Using any member of the Windows Server family, I can set up an active directory, and have a single pool of users for a large scale of computers; access can be given / removed for any shared resources in the given domain (including access to client computers, etc).
What similar (and widespread) solutions exist for managing a multi-user, multi-computer environment using Linux? What are their advantages/disadvantages? And how can they interoperate with Windows?
Supposedly Linux computers can use Likewise Open to connect to Active Directory Domains. i.e. use the Active Directory credentials for authentication and access control.
I have tried it briefly myself and had no luck though (ended up inadvertently making my desktop system a domain controller and had to get network admins to reassign it!). Probably just needed to read the docs a bit better...
Not sure if this is what you had in mind, but Linux w/Samba can act as a domain controller for Windows desktops. For example, see SAMBA (Domain Controller) Server For Small Workgroups at HowToForge.

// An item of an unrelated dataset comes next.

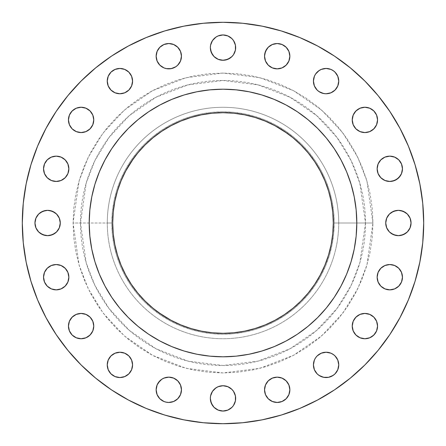 <?xml version="1.0" encoding="UTF-8"?>
<svg xmlns="http://www.w3.org/2000/svg" width="446" height="446" viewBox="0 0 446 446"><rect width="100%" height="100%" fill="white"/><g stroke="black" fill="none" stroke-linecap="round" stroke-linejoin="round"><path stroke-width="0.33" stroke-dasharray="2.23 1.67" d="M68.695 122.382L68.45 119.913A12.655 12.655 0 0 0 81.111 132.568A12.655 12.655 0 0 0 93.766 119.913L92.801 124.752L91.631 126.943L88.141 130.433M108.216 85.955L107.252 81.111A12.655 12.655 0 0 0 119.913 93.766A12.655 12.655 0 0 0 132.568 81.111A12.655 12.655 0 0 0 119.913 68.45A12.655 12.655 0 0 0 107.252 81.111L108.216 76.266M180.496 51.351L181.461 56.196A12.655 12.655 0 0 0 168.8 43.541A12.655 12.655 0 0 0 156.145 56.196A12.655 12.655 0 0 0 168.8 68.857A12.655 12.655 0 0 0 181.461 56.196L180.496 61.041M210.345 47.616A12.655 12.655 0 0 0 223 60.271A12.655 12.655 0 0 0 235.655 47.616A12.655 12.655 0 0 0 223 34.955A12.655 12.655 0 0 0 210.345 47.616M265.504 61.041L264.539 56.196A12.655 12.655 0 0 0 277.2 68.857A12.655 12.655 0 0 0 289.855 56.196A12.655 12.655 0 0 0 277.2 43.541A12.655 12.655 0 0 0 264.539 56.196L264.785 53.726M337.784 76.266L338.748 81.111A12.655 12.655 0 0 0 326.087 68.45A12.655 12.655 0 0 0 313.432 81.111A12.655 12.655 0 0 0 326.087 93.766A12.655 12.655 0 0 0 338.748 81.111L337.784 85.955M352.479 122.382L352.234 119.913A12.655 12.655 0 0 0 364.889 132.568A12.655 12.655 0 0 0 377.55 119.913L376.586 124.752L375.415 126.943L371.925 130.433M382.768 179.325L379.278 175.835L378.108 173.645L377.143 168.8A12.655 12.655 0 0 0 389.804 181.461A12.655 12.655 0 0 0 402.459 168.8A12.655 12.655 0 0 0 389.804 156.145A12.655 12.655 0 0 0 377.143 168.8L378.108 163.961L380.851 159.852M385.974 225.47L385.729 223A12.655 12.655 0 0 0 398.384 235.655A12.655 12.655 0 0 0 411.045 223A12.655 12.655 0 0 0 398.384 210.345A12.655 12.655 0 0 0 385.729 223L386.693 218.155L389.436 214.052L391.354 212.474M380.851 286.148L378.108 282.039L377.143 277.2A12.655 12.655 0 0 0 389.804 289.855A12.655 12.655 0 0 0 402.459 277.2A12.655 12.655 0 0 0 389.804 264.539A12.655 12.655 0 0 0 377.143 277.2L378.108 272.355M352.479 328.557L352.234 326.087A12.655 12.655 0 0 0 364.889 338.748A12.655 12.655 0 0 0 377.55 326.087L376.586 330.932L375.415 333.123L371.925 336.613M337.784 360.045L338.748 364.889A12.655 12.655 0 0 0 326.087 352.234A12.655 12.655 0 0 0 313.432 364.889A12.655 12.655 0 0 0 326.087 377.55A12.655 12.655 0 0 0 338.748 364.889L337.784 369.734M265.504 394.649L264.539 389.804A12.655 12.655 0 0 0 277.2 402.459A12.655 12.655 0 0 0 289.855 389.804A12.655 12.655 0 0 0 277.2 377.143A12.655 12.655 0 0 0 264.539 389.804L265.504 384.959M210.345 398.384A12.655 12.655 0 0 0 223 411.045A12.655 12.655 0 0 0 235.655 398.384A12.655 12.655 0 0 0 223 385.729A12.655 12.655 0 0 0 210.345 398.384M180.496 384.959L181.461 389.804A12.655 12.655 0 0 0 168.8 377.143A12.655 12.655 0 0 0 156.145 389.804A12.655 12.655 0 0 0 168.8 402.459A12.655 12.655 0 0 0 181.461 389.804L180.496 394.649M108.216 369.734L107.252 364.889A12.655 12.655 0 0 0 119.913 377.55A12.655 12.655 0 0 0 132.568 364.889A12.655 12.655 0 0 0 119.913 352.234A12.655 12.655 0 0 0 107.252 364.889L108.216 360.045M68.695 328.557L68.45 326.087A12.655 12.655 0 0 0 81.111 338.748A12.655 12.655 0 0 0 93.766 326.087L92.801 330.932L91.631 333.123L88.141 336.613M43.786 279.664L43.541 277.2A12.655 12.655 0 0 0 56.196 289.855A12.655 12.655 0 0 0 68.857 277.2L67.892 282.039L65.149 286.148M65.149 159.852L67.892 163.961L68.857 168.8A12.655 12.655 0 0 0 56.196 156.145A12.655 12.655 0 0 0 43.541 168.8A12.655 12.655 0 0 0 56.196 181.461A12.655 12.655 0 0 0 68.857 168.8L67.892 173.645L66.722 175.835M35.201 225.47L34.955 223A12.655 12.655 0 0 0 47.616 235.655A12.655 12.655 0 0 0 60.271 223L59.307 227.845L56.564 231.948L54.646 233.526M372.934 223L365.503 223L359.799 262.9L351.091 285.446L337.003 308.498L316.699 330.363L290.062 348.739L258.078 361.115L223 365.503L187.922 361.115L155.938 348.739L129.301 330.363L108.997 308.498L94.909 285.446L86.201 262.9L80.497 223L73.066 223L79.059 264.98L88.224 288.701L103.048 312.964L124.412 335.966L152.443 355.295L186.094 368.324L223 372.934L259.906 368.324L293.557 355.295L321.588 335.966L342.952 312.964L357.776 288.701L366.941 264.98L372.934 223L372.215 237.696L370.057 252.252L366.478 266.524L361.522 280.378L355.233 293.68L347.668 306.302L338.904 318.121L329.02 329.02L318.121 338.904L306.302 347.668L293.68 355.233L280.378 361.522L266.524 366.478L252.252 370.057L237.696 372.215L223 372.934L208.304 372.215L193.748 370.057L179.476 366.478L165.622 361.522L152.32 355.233L139.698 347.668L127.879 338.904L116.98 329.02L107.096 318.121L98.332 306.302L90.767 293.68L84.478 280.378L79.522 266.524L75.943 252.252L73.785 237.696L73.066 223L73.785 208.304L75.943 193.748L79.522 179.476L84.478 165.622L90.767 152.32L98.332 139.698L107.096 127.879L116.98 116.98L127.879 107.096L139.698 98.332L152.32 90.767L165.622 84.478L179.476 79.522L193.748 75.943L208.304 73.785L223 73.066L237.696 73.785L252.252 75.943L266.524 79.522L280.378 84.478L293.68 90.767L306.302 98.332L318.121 107.096L329.02 116.98L338.904 127.879L347.668 139.698L355.233 152.32L361.522 165.622L366.478 179.476L370.057 193.748L372.215 208.304L372.934 223L366.941 181.02L357.776 157.299L342.952 133.036L321.588 110.034L293.557 90.705L259.906 77.676L223 73.066L186.094 77.676L152.443 90.705L124.412 110.034L103.048 133.036L88.224 157.299L79.059 181.02L73.066 223L80.497 223A142.503 142.503 0 0 1 223 80.497A142.503 142.503 0 0 1 365.503 223L334.199 223A111.199 111.199 0 0 0 223 111.801A111.199 111.199 0 0 0 111.801 223L107.28 223A115.72 115.72 0 0 1 223 107.28A115.72 115.72 0 0 1 338.72 223A115.72 115.72 0 0 0 223 107.28A115.72 115.72 0 0 0 107.28 223A115.72 115.72 0 0 1 223 107.28A115.72 115.72 0 0 1 338.72 223A115.72 115.72 0 0 0 223 107.28A115.72 115.72 0 0 0 107.28 223L80.497 223L107.28 223A115.72 115.72 0 0 0 223 338.72A115.72 115.72 0 0 0 338.72 223L365.503 223A142.503 142.503 0 0 1 223 365.503A142.503 142.503 0 0 1 80.497 223L86.201 183.1L94.909 160.554L108.997 137.502L129.301 115.637L155.938 97.261L187.922 84.885L223 80.497L258.078 84.885L290.062 97.261L316.699 115.637L337.003 137.502L351.091 160.554L359.799 183.1L365.503 223L372.934 223M423.7 223A200.7 200.7 0 0 0 223 22.3A200.7 200.7 0 0 0 22.3 223A200.7 200.7 0 0 0 223 423.7A200.7 200.7 0 0 0 423.7 223L422.736 203.326L419.842 183.847L415.059 164.741L408.425 146.193L400.001 128.392L389.876 111.494L378.141 95.678L364.917 81.083L350.322 67.859L334.506 56.124L317.608 45.999L299.807 37.576L281.259 30.941L262.153 26.158L242.674 23.264L223 22.3L203.326 23.264L183.847 26.158L164.741 30.941L146.193 37.576L128.392 45.999L111.494 56.124L95.678 67.859L81.083 81.083L67.859 95.678L56.124 111.494L45.999 128.392L37.576 146.193L30.941 164.741L26.158 183.847L23.264 203.326M356.8 222.911A133.8 133.8 0 0 0 341 159.924L334.249 148.663L326.427 138.121L317.613 128.387L307.879 119.573M340.989 159.902A133.8 133.8 0 0 0 334.299 148.741M297.259 111.701A133.8 133.8 0 0 0 286.098 105.011M297.337 111.751L286.076 105A133.8 133.8 0 0 0 223.089 89.2M222.911 89.2A133.8 133.8 0 0 0 159.924 105L148.663 111.751L138.121 119.573L128.387 128.387L119.573 138.121M159.902 105.011A133.8 133.8 0 0 0 148.741 111.701M111.701 148.741A133.8 133.8 0 0 0 105.011 159.902M111.751 148.663L105 159.924A133.8 133.8 0 0 0 89.2 222.911M113.234 233.81L112.704 223A110.296 110.296 0 0 0 223 333.296A110.296 110.296 0 0 0 333.296 223A110.296 110.296 0 0 0 223 112.704A110.296 110.296 0 0 0 112.704 223L113.234 212.19M89.2 223.089A133.8 133.8 0 0 0 105 286.076L111.751 297.337L119.573 307.879L128.387 317.613L138.121 326.427M105.011 286.098A133.8 133.8 0 0 0 111.701 297.259M148.741 334.299A133.8 133.8 0 0 0 159.902 340.989M148.663 334.249L159.924 341A133.8 133.8 0 0 0 222.911 356.8M223.089 356.8A133.8 133.8 0 0 0 286.076 341L289.9 338.876M286.098 340.989A133.8 133.8 0 0 0 297.259 334.299M334.299 297.259A133.8 133.8 0 0 0 340.989 286.098M338.876 289.9L341 286.076A133.8 133.8 0 0 0 356.8 223.089M105 159.924L99.386 171.799L94.959 184.159L91.77 196.898L89.847 209.888L89.2 223L89.847 236.112L91.77 249.102L94.959 261.841L99.386 274.201L105 286.076M159.924 341L171.799 346.614L184.159 351.041L196.898 354.23L209.888 356.153L223 356.8L236.112 356.153L249.102 354.23L261.841 351.041L274.201 346.614L286.076 341M297.337 334.249L299.149 333.017M307.879 326.427L317.613 317.613L326.427 307.879M341 286.076L346.614 274.201L351.041 261.841L354.23 249.102L356.153 236.112L356.8 223L356.153 209.888L354.23 196.898L351.041 184.159L346.614 171.799L341 159.924M286.076 105L274.201 99.386L261.841 94.959L249.102 91.77L236.112 89.847L223 89.2L209.888 89.847L196.898 91.77L184.159 94.959L171.799 99.386L159.924 105M22.3 223L23.264 242.674L26.158 262.153L30.941 281.259L37.576 299.807L45.999 317.608L56.124 334.506L67.859 350.322L81.083 364.917L95.678 378.141L111.494 389.876L128.392 400.001L146.193 408.425L164.741 415.059L183.847 419.842L203.326 422.736L223 423.7L242.674 422.736L262.153 419.842L281.259 415.059L299.807 408.425L317.608 400.001L334.506 389.876L350.322 378.141L364.917 364.917L378.141 350.322L389.876 334.506M400.001 317.608L408.425 299.807L415.059 281.259L419.842 262.153L422.736 242.674M93.521 117.443L93.766 119.913A12.655 12.655 0 0 0 81.111 107.252A12.655 12.655 0 0 0 68.45 119.913L69.414 115.068L70.585 112.877L74.075 109.387M76.266 108.216L81.111 107.252L85.955 108.216M88.141 109.387L90.059 110.959L92.801 115.068M74.075 130.433L72.157 128.861L69.414 124.752M109.387 74.075L110.959 72.157L115.068 69.414M117.443 68.695L119.913 68.45L124.752 69.414L128.861 72.157L130.433 74.075M130.433 88.141L128.861 90.059L124.752 92.801M122.382 93.521L119.913 93.766L115.068 92.801L110.959 90.059L109.387 88.141M159.852 47.248L163.961 44.505M166.336 43.786L168.8 43.541M171.27 43.786L173.645 44.505M179.325 63.232L175.835 66.722L173.645 67.892L168.8 68.857L163.961 67.892L159.852 65.149M212.474 40.58L214.052 38.663M215.97 37.09L218.155 35.92M220.53 35.201L223 34.955L227.845 35.92L231.948 38.663L233.526 40.58M233.526 54.646L230.03 58.136M225.47 60.026L220.53 60.026L215.97 58.136M214.052 56.564L212.474 54.646M266.675 49.166L270.165 45.676L274.73 43.786M277.2 43.541L282.039 44.505M284.23 45.676L286.148 47.248M286.148 65.149L282.039 67.892L277.2 68.857L272.355 67.892L270.165 66.722M315.567 74.075L317.139 72.157L321.248 69.414M323.618 68.695L326.087 68.45L330.932 69.414L335.041 72.157L336.613 74.075M336.613 88.141L335.041 90.059L330.932 92.801M328.557 93.521L326.087 93.766L321.248 92.801L317.139 90.059L315.567 88.141M377.305 117.443L377.55 119.913A12.655 12.655 0 0 0 364.889 107.252A12.655 12.655 0 0 0 352.234 119.913L353.199 115.068L354.369 112.877L357.859 109.387M360.045 108.216L364.889 107.252L369.734 108.216M371.925 109.387L373.843 110.959L376.586 115.068M357.859 130.433L355.941 128.861L353.199 124.752M398.752 159.852L401.495 163.961M402.214 166.336L402.459 168.8M402.214 171.27L400.324 175.835M392.274 181.215L389.804 181.461L384.959 180.496M405.42 212.474L407.337 214.052L410.08 218.155M410.799 220.53L411.045 223M410.799 225.47L408.91 230.03L405.42 233.526M391.354 233.526L389.436 231.948L386.693 227.845M384.959 265.504L389.804 264.539M392.274 264.785L394.649 265.504M396.834 266.675L400.324 270.165L402.214 274.73M402.214 279.664L401.495 282.039L398.752 286.148M377.305 323.618L377.55 326.087A12.655 12.655 0 0 0 364.889 313.432A12.655 12.655 0 0 0 352.234 326.087L353.199 321.248L354.369 319.057L357.859 315.567M371.925 315.567L373.843 317.139L376.586 321.248M369.734 337.784L364.889 338.748L360.045 337.784M357.859 336.613L355.941 335.041L353.199 330.932M315.567 357.859L317.139 355.941L321.248 353.199M323.618 352.479L326.087 352.234L330.932 353.199L335.041 355.941L336.613 357.859M336.613 371.925L335.041 373.843L330.932 376.586M328.557 377.305L326.087 377.55L321.248 376.586L317.139 373.843L315.567 371.925M266.675 382.768L268.247 380.851L272.355 378.108L277.2 377.143L282.039 378.108M286.148 398.752L282.039 401.495M279.664 402.214L277.2 402.459M274.73 402.214L270.165 400.324M212.474 391.354L214.052 389.436L218.155 386.693M220.53 385.974L223 385.729L227.845 386.693L231.948 389.436L233.526 391.354M233.526 405.42L231.948 407.337L227.845 410.08M225.47 410.799L220.53 410.799L215.97 408.91M214.052 407.337L212.474 405.42M159.852 380.851L163.961 378.108L166.336 377.388L168.8 377.143L173.645 378.108M179.325 396.834L175.835 400.324L171.27 402.214M168.8 402.459L163.961 401.495L159.852 398.752M109.387 357.859L110.959 355.941L115.068 353.199M117.443 352.479L119.913 352.234L124.752 353.199L128.861 355.941L130.433 357.859M130.433 371.925L128.861 373.843L124.752 376.586M122.382 377.305L119.913 377.55L115.068 376.586L110.959 373.843L109.387 371.925M93.521 323.618L93.766 326.087A12.655 12.655 0 0 0 81.111 313.432A12.655 12.655 0 0 0 68.45 326.087L69.414 321.248L70.585 319.057L74.075 315.567M88.141 315.567L90.059 317.139L92.801 321.248M85.955 337.784L81.111 338.748L76.266 337.784M74.075 336.613L72.157 335.041L69.414 330.932M43.786 274.73L44.505 272.355M51.351 265.504L56.196 264.539L61.041 265.504M63.232 266.675L66.722 270.165L67.892 272.355L68.857 277.2A12.655 12.655 0 0 0 56.196 264.539A12.655 12.655 0 0 0 43.541 277.2M47.248 286.148L44.505 282.039M43.541 168.8L44.505 163.961L47.248 159.852M61.041 180.496L56.196 181.461L51.351 180.496M49.166 179.325L45.676 175.835L43.786 171.27M60.026 220.53L60.271 223A12.655 12.655 0 0 0 47.616 210.345A12.655 12.655 0 0 0 34.955 223L35.92 218.155L38.663 214.052L40.58 212.474M54.646 212.474L56.564 214.052L59.307 218.155M40.58 233.526L38.663 231.948L35.92 227.845M338.72 223A115.72 115.72 0 0 1 223 338.72A115.72 115.72 0 0 1 107.28 223A115.72 115.72 0 0 0 223 338.72A115.72 115.72 0 0 0 338.72 223A115.72 115.72 0 0 1 223 338.72A115.72 115.72 0 0 1 107.28 223L111.801 223A111.199 111.199 0 0 0 223 334.199A111.199 111.199 0 0 0 334.199 223L338.72 223M111.801 223L112.336 233.899L113.936 244.692L116.59 255.279L120.264 265.554L124.93 275.416L130.544 284.777L137.045 293.546L144.37 301.63L152.454 308.955L161.223 315.456L170.584 321.07L180.446 325.736L190.721 329.41L201.308 332.064L212.101 333.664L223 334.199L233.899 333.664L244.692 332.064L255.279 329.41L265.554 325.736L275.416 321.07L284.777 315.456L293.546 308.955L301.63 301.63L308.955 293.546L315.456 284.777L321.07 275.416L325.736 265.554L329.41 255.279L332.064 244.692L333.664 233.899L334.199 223L333.664 212.101L332.064 201.308L329.41 190.721L325.736 180.446L321.07 170.584L315.456 161.223L308.955 152.454L301.63 144.37L293.546 137.045L284.777 130.544L275.416 124.93L265.554 120.264L255.279 116.59L244.692 113.936L233.899 112.336L223 111.801L212.101 112.336L201.308 113.936L190.721 116.59L180.446 120.264L170.584 124.93L161.223 130.544L152.454 137.045L144.37 144.37L137.045 152.454L130.544 161.223L124.93 170.584L120.264 180.446L116.59 190.721L113.936 201.308L112.336 212.101L111.801 223M332.766 212.19L333.296 223L332.766 233.81M332.632 235.053L331.177 244.52L328.546 255.017L324.9 265.208L320.273 274.992L314.709 284.275M312.652 287.246L308.258 292.972L300.989 300.989L292.972 308.258L284.275 314.709M274.992 320.273L265.208 324.9L255.017 328.546L244.52 331.177L235.053 332.632M233.81 332.766L223 333.296L212.19 332.766M210.947 332.632L201.48 331.177L190.983 328.546L180.792 324.9L171.008 320.273M158.754 312.652L153.028 308.258L145.011 300.989L137.742 292.972L131.291 284.275M125.727 274.992L121.1 265.208L117.454 255.017L114.823 244.52L113.368 235.053M113.368 210.947L114.823 201.48L117.454 190.983L121.1 180.792L125.727 171.008M133.348 158.754L137.742 153.028L145.011 145.011L153.028 137.742L161.725 131.291M171.008 125.727L180.792 121.1L190.983 117.454L201.48 114.823L210.947 113.368M212.19 113.234L223 112.704L233.81 113.234M235.053 113.368L244.52 114.823L255.017 117.454L265.208 121.1L274.992 125.727M287.246 133.348L292.972 137.742L300.989 145.011L308.258 153.028L314.709 161.725L320.273 171.008L324.9 180.792L328.546 190.983L331.177 201.48L332.632 210.947"/><path stroke-width="0.67" d="M93.766 119.913A12.655 12.655 0 0 1 81.111 132.568A12.655 12.655 0 0 1 68.45 119.913L69.414 124.752L72.157 128.861L76.266 131.603L81.111 132.568L85.955 131.603L90.059 128.861L92.801 124.752L93.766 119.913L92.801 115.068L90.059 110.959L85.955 108.216L81.111 107.252L76.266 108.216L72.157 110.959L69.414 115.068L68.45 119.913A12.655 12.655 0 0 1 81.111 107.252A12.655 12.655 0 0 1 93.766 119.913M130.433 74.075L131.603 76.266L132.568 81.111A12.655 12.655 0 0 1 119.913 93.766A12.655 12.655 0 0 1 107.252 81.111L108.216 85.955L110.959 90.059L115.068 92.801L119.913 93.766L124.752 92.801L128.861 90.059L131.603 85.955L132.568 81.111L131.603 76.266L128.861 72.157L124.752 69.414L119.913 68.45L115.068 69.414L110.959 72.157L108.216 76.266L107.252 81.111A12.655 12.655 0 0 1 119.913 68.45A12.655 12.655 0 0 1 132.568 81.111L131.603 85.955L130.433 88.141M159.852 65.149L157.109 61.041L156.145 56.196A12.655 12.655 0 0 1 168.8 43.541A12.655 12.655 0 0 1 181.461 56.196A12.655 12.655 0 0 1 168.8 68.857A12.655 12.655 0 0 1 156.145 56.196L157.109 61.041L159.852 65.149L163.961 67.892L166.336 68.612L171.27 68.612L175.835 66.722L177.753 65.149L180.496 61.041L181.461 56.196L180.496 51.351L177.753 47.248L175.835 45.676L173.645 44.505L168.8 43.541L163.961 44.505L159.852 47.248L158.28 49.166L157.109 51.351L156.145 56.196L157.109 51.351L159.852 47.248M233.526 40.58L235.416 45.146L235.655 47.616A12.655 12.655 0 0 1 223 60.271A12.655 12.655 0 0 1 210.345 47.616L211.309 52.455L214.052 56.564L218.155 59.307L223 60.271L227.845 59.307L231.948 56.564L233.526 54.646L235.416 50.08L235.416 45.146L233.526 40.58L231.948 38.663L227.845 35.92L223 34.955L218.155 35.92L215.97 37.09L212.474 40.58L210.584 45.146L210.345 47.616L210.584 45.146L212.474 40.58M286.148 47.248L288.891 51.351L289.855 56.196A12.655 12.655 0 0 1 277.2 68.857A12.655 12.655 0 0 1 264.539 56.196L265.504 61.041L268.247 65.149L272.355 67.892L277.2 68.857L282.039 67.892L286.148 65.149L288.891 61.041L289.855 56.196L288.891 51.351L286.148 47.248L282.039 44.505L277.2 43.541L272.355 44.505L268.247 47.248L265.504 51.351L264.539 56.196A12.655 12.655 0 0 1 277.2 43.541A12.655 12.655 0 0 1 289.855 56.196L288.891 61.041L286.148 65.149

This works for file/print sharing etc.
For something more akin to Microsoft's Active Directory, you might check out Red Hat Directory Server:
Red Hat Directory Server is an LDAP-based server that centralizes application settings, user profiles, group data, policies, and access control information into an operating system-independent, network-based registry.
If cost is a concern, there's a Fedora Directory Server version that's the community version for free.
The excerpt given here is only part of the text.